WORK TO COMPLETE
The answer should be every line below, repeated exactly, with the images left out.
*** Opening of GIVEN ENTRIES ***
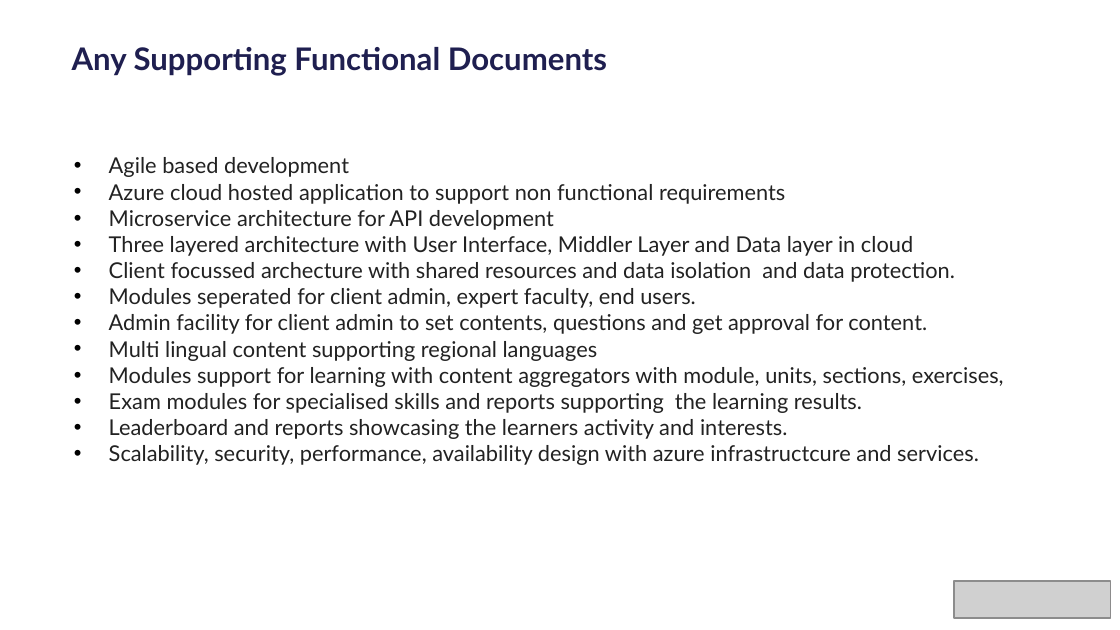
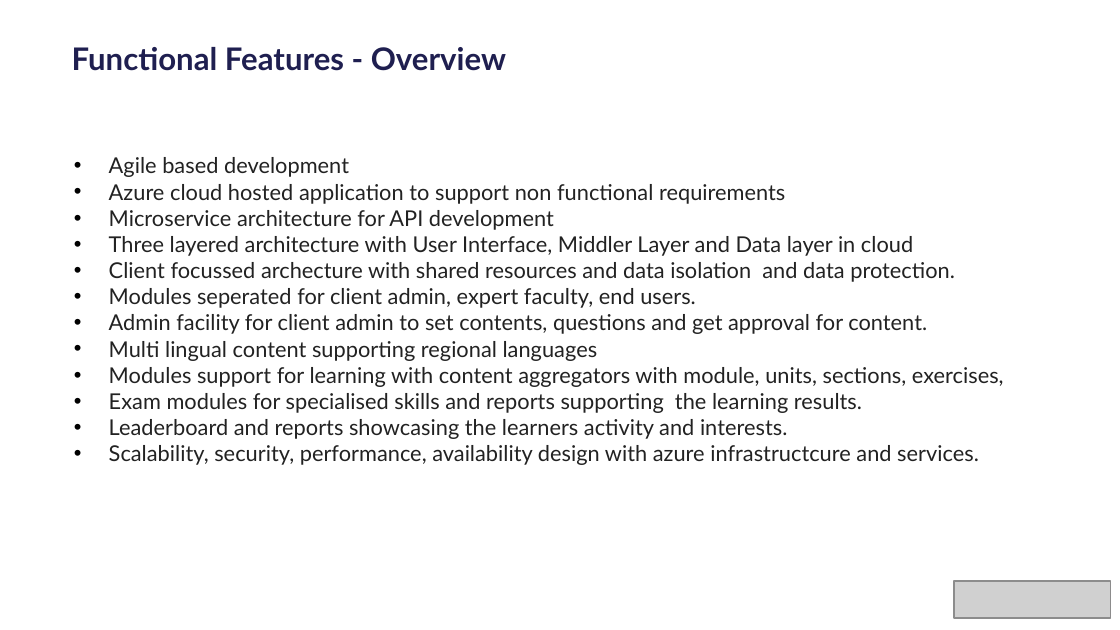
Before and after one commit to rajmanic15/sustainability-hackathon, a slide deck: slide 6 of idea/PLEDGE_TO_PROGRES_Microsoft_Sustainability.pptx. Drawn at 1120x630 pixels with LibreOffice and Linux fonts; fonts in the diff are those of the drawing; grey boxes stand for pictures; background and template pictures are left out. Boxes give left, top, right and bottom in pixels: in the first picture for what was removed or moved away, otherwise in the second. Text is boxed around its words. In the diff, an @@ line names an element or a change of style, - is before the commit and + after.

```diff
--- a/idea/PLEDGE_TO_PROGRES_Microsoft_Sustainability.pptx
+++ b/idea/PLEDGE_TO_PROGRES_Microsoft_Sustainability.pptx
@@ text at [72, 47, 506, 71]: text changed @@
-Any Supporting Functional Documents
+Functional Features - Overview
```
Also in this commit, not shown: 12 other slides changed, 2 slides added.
*** Close of GIVEN ENTRIES ***
YOUR RESPONSE
Before and after one commit to rajmanic15/sustainability-hackathon, a slide deck: slide 6 of idea/PLEDGE_TO_PROGRES_Microsoft_Sustainability.pptx. Drawn at 1120x630 pixels with LibreOffice and Linux fonts; fonts in the diff are those of the drawing; grey boxes stand for pictures; background and template pictures are left out. Boxes give left, top, right and bottom in pixels: in the first picture for what was removed or moved away, otherwise in the second. Text is boxed around its words. In the diff, an @@ line names an element or a change of style, - is before the commit and + after.

```diff
--- a/idea/PLEDGE_TO_PROGRES_Microsoft_Sustainability.pptx
+++ b/idea/PLEDGE_TO_PROGRES_Microsoft_Sustainability.pptx
@@ text at [72, 47, 506, 71]: text changed @@
-Any Supporting Functional Documents
+Functional Features - Overview
```
Also in this commit, not shown: 12 other slides changed, 2 slides added.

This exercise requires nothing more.